Los investigadores, del Departamento de Fisiología, Desarrollo y Neurociencia de la Universidad de Cambridge, entrenaron a ocho ovejas para que reconocieran los rostros de cuatro celebridades: la presentadora de televisión Fiona Bruce, el actor Jake Gyllenhaal, el expresidente Barack Obama y la actriz Emma Watson. Dos pantallas mostraban dos fotografías en un corral especialmente diseñado y, mediante un haz infrarrojo situado cerca de las pantallas, recibían una recompensa de comida cada vez que se acercaban a la fotografía correcta; si se equivocaban sonaba un zumbador y no recibían ninguna recompensa. Las ovejas escogieron el rostro de la celebridad correcta, cuya cara habían aprendido a reconocer, ocho veces de cada diez. El nivel de acierto descendió un 15% cuando les enseñaron los rostros con un ángulo diferente (a los humanos también nos ocurre de forma similar). Y, sin un entrenamiento previo, fueron capaces de reconocer la fotografía del adiestrador, con el que habían pasado unas dos horas al día, en siete ocasiones de cada diez.
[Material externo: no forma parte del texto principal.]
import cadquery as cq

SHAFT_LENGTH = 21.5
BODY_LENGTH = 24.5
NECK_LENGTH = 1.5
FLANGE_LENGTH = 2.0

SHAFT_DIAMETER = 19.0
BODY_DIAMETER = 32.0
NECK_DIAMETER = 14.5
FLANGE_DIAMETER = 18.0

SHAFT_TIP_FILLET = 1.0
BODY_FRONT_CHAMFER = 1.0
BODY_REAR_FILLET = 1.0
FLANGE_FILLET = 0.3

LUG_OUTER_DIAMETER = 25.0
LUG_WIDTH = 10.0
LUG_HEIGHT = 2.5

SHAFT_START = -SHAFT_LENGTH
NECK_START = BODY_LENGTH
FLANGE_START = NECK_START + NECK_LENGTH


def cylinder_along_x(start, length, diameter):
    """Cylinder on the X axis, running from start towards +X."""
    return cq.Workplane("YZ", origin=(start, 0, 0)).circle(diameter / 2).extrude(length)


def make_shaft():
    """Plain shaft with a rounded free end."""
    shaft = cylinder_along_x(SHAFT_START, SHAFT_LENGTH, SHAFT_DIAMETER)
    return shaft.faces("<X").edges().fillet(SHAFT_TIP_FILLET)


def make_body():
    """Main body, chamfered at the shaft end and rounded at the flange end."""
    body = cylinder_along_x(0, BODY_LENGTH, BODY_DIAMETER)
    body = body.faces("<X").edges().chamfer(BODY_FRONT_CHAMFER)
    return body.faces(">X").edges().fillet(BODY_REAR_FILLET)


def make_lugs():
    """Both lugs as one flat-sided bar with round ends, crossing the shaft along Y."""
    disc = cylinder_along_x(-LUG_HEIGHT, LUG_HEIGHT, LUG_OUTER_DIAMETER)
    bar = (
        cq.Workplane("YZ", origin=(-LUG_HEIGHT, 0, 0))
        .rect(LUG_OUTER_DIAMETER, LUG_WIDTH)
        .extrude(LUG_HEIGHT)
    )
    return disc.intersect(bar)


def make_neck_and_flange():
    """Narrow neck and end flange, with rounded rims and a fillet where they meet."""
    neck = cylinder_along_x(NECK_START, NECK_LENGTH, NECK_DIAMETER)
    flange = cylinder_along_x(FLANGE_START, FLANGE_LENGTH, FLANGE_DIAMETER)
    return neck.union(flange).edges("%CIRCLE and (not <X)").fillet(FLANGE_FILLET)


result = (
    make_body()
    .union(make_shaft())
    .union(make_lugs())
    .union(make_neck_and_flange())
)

"Las ovejas son longevas y tienen cerebros similares en tamaño y complejidad a los de algunos monos. Eso significa que pueden ser modelos útiles para ayudarnos a entender los trastornos del cerebro, por ejemplo la enfermedad de Huntington, que se desarrolla durante un largo período de tiempo y que afecta a las capacidades cognitivas. Nuestro estudio nos ofrece otra forma de observar cómo cambian esas capacidades, particularmente en ovejas que portan la mutación genética que causa la enfermedad de Huntington", indica Morton.